If you've ever had a pod evicted mysteriously or a node that's "full" despite showing available resources, the problem is almost certainly in your resource configuration.
Requests vs limits — the core concept
Requests are what the scheduler uses to decide where to place pods. They're a guarantee — the kubelet reserves this much CPU and memory on the node.
Limits are the maximum a container can use. Exceeding memory limits causes an OOM kill. Exceeding CPU limits causes throttling.
resources:
requests:
cpu: "250m" # 0.25 CPU cores guaranteed
memory: "256Mi" # 256MB guaranteed
limits:
cpu: "500m" # Can burst up to 0.5 cores
memory: "512Mi" # OOM killed if exceeds 512MB
The QoS classes
Kubernetes assigns Quality of Service classes based on your resource config:
Guaranteed: Requests equal limits for all containers. These pods are the last to be evicted.
resources:
requests:
cpu: "500m"
memory: "512Mi"
limits:
cpu: "500m"
memory: "512Mi"
Burstable: At least one container has requests set, but limits differ from requests. These pods are evicted before Guaranteed pods.
BestEffort: No requests or limits set. These pods are evicted first when the node runs low on resources.
Common mistakes
Mistake 1: No resource requests
# Don't do this in production
containers:
- name: api
image: my-api:latest
# No resources specified = BestEffort
Without requests, the scheduler can pack pods onto a node beyond its capacity. Under load, pods get evicted unpredictably.
Mistake 2: Requests too high
Setting CPU request to 2 cores when your app uses 200m means 1800m of CPU is reserved but unused. Multiply by 50 pods and you've wasted 90 cores of cluster capacity.
Mistake 3: Memory limits too low
Memory is incompressible — when a container exceeds its memory limit, it gets OOM killed. Set memory limits too aggressively and you'll see constant restarts.
Mistake 4: No CPU limits (sometimes intentional)

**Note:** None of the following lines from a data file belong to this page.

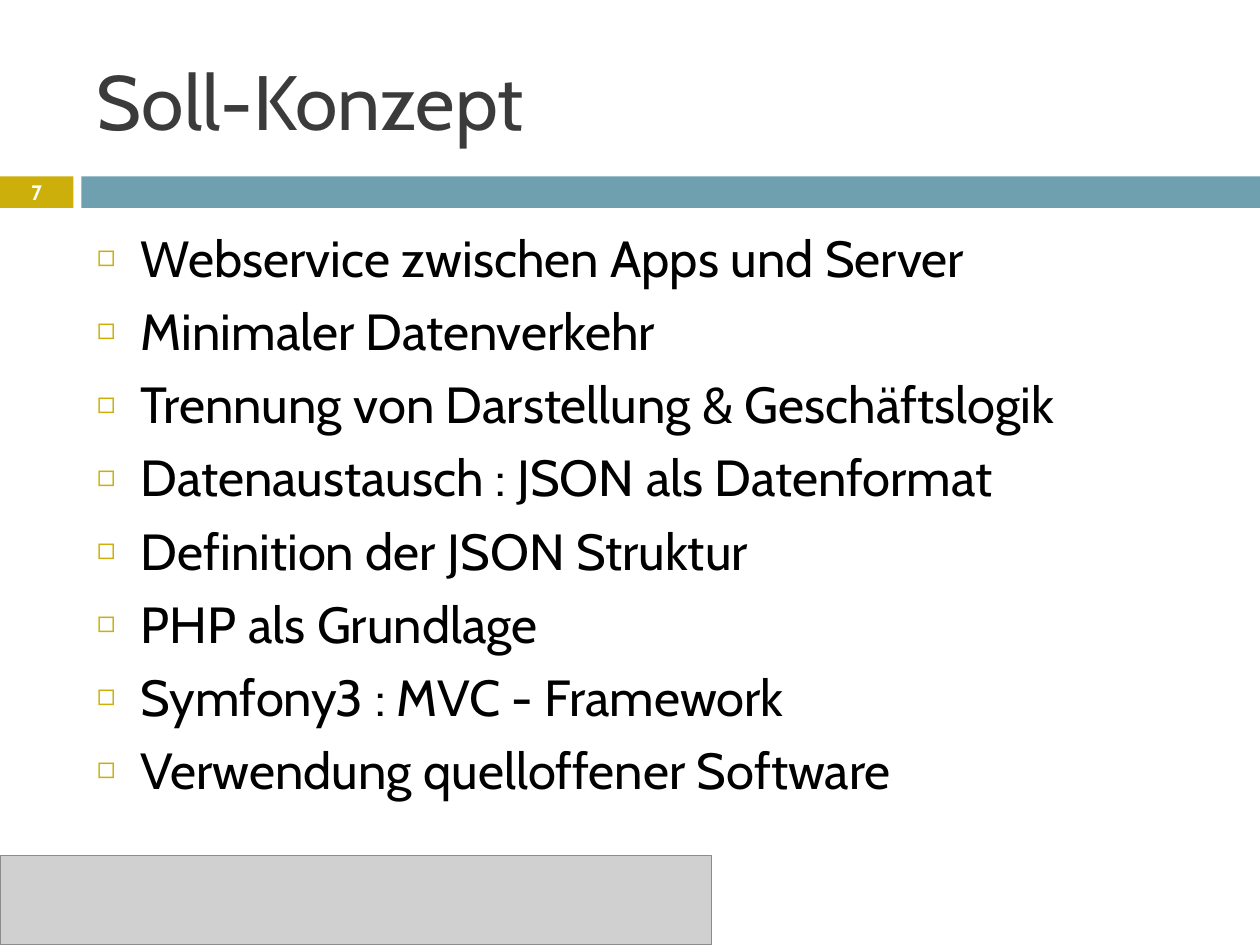
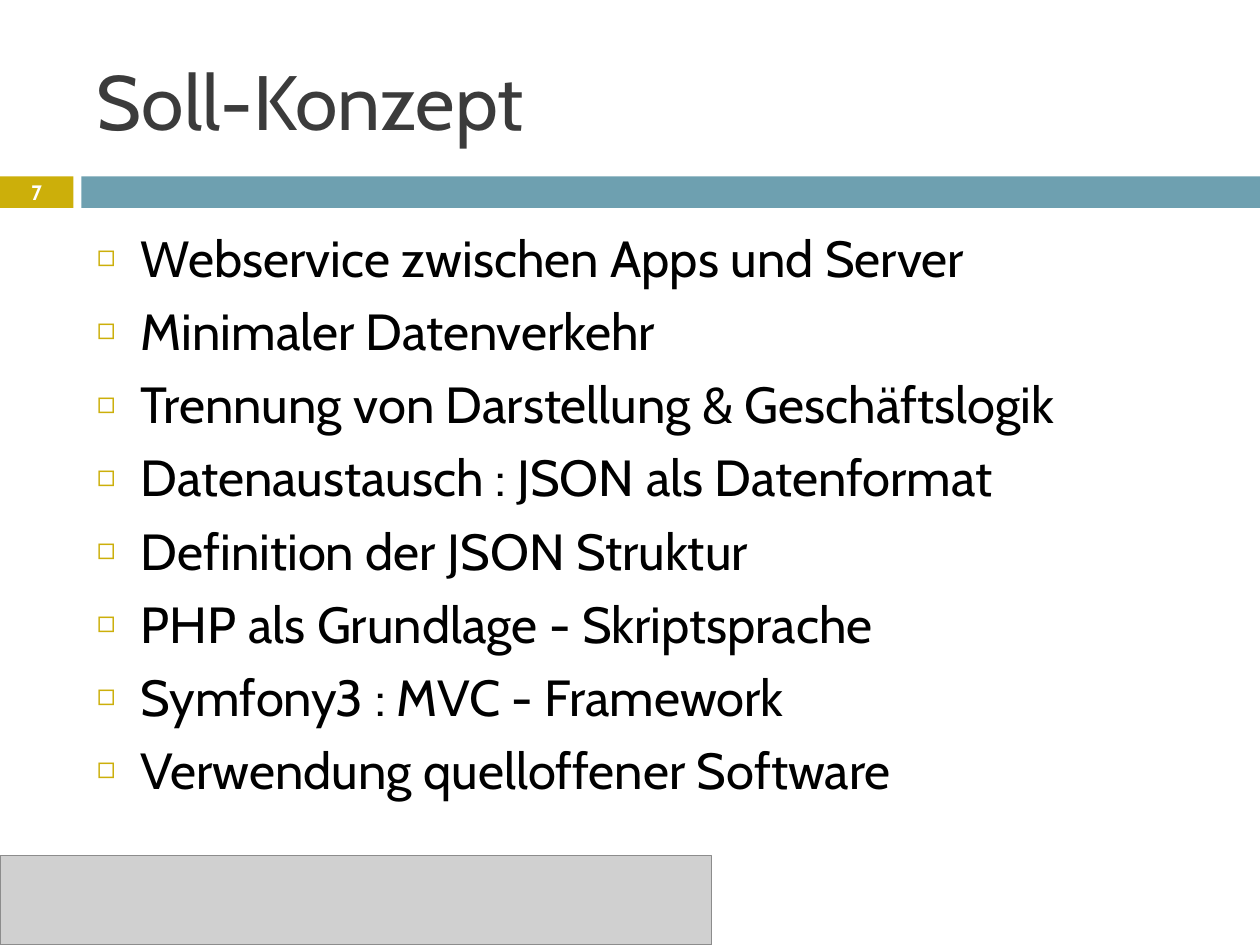
Before and after one commit to janhelmle/weiterbildung_fachinformatiker_ihk_projektantrag, a slide deck: slide 7 of praesentation/Projektpräsentation.pptx. Drawn at 1260x945 pixels with LibreOffice and Linux fonts; fonts in the diff are those of the drawing; grey boxes stand for pictures. Boxes give left, top, right and bottom in pixels: in the first picture for what was removed or moved away, otherwise in the second. Text is boxed around its words. In the diff, an @@ line names an element or a change of style, - is before the commit and + after.

Commit message:
Progress

```diff
--- a/praesentation/Projektpräsentation.pptx
+++ b/praesentation/Projektpräsentation.pptx
@@ text at [141,605,872,654]: text changed @@
-◻ PHP als Grundlage
+◻ PHP als Grundlage - Skriptsprache
```
Also in this commit, not shown: 1 other slide changed.

Some teams intentionally omit CPU limits to allow bursting:
resources:
requests:
cpu: "250m"
memory: "256Mi"
limits:
# No CPU limit = can use all available CPU
memory: "512Mi"
This works if your nodes have spare capacity, but can cause noisy-neighbor problems.
How to determine the right values
- Deploy without limits in a staging environment
- Observe actual usage over several days under realistic load
- Set requests to the P50 (median) usage
- Set limits to the P99 usage with 20% headroom
# Check current resource usage
kubectl top pods -n production --sort-by=cpu
kubectl top pods -n production --sort-by=memory
Monitoring resource usage
A visual dashboard makes resource management much easier:
- See CPU and memory usage trends over time
- Identify pods that are consistently over-provisioned
- Catch resource spikes before they cause evictions
- Compare requests vs actual usage across namespaces
Setting resources correctly isn't a one-time task — it's an ongoing process that requires visibility into how your workloads actually behave in production.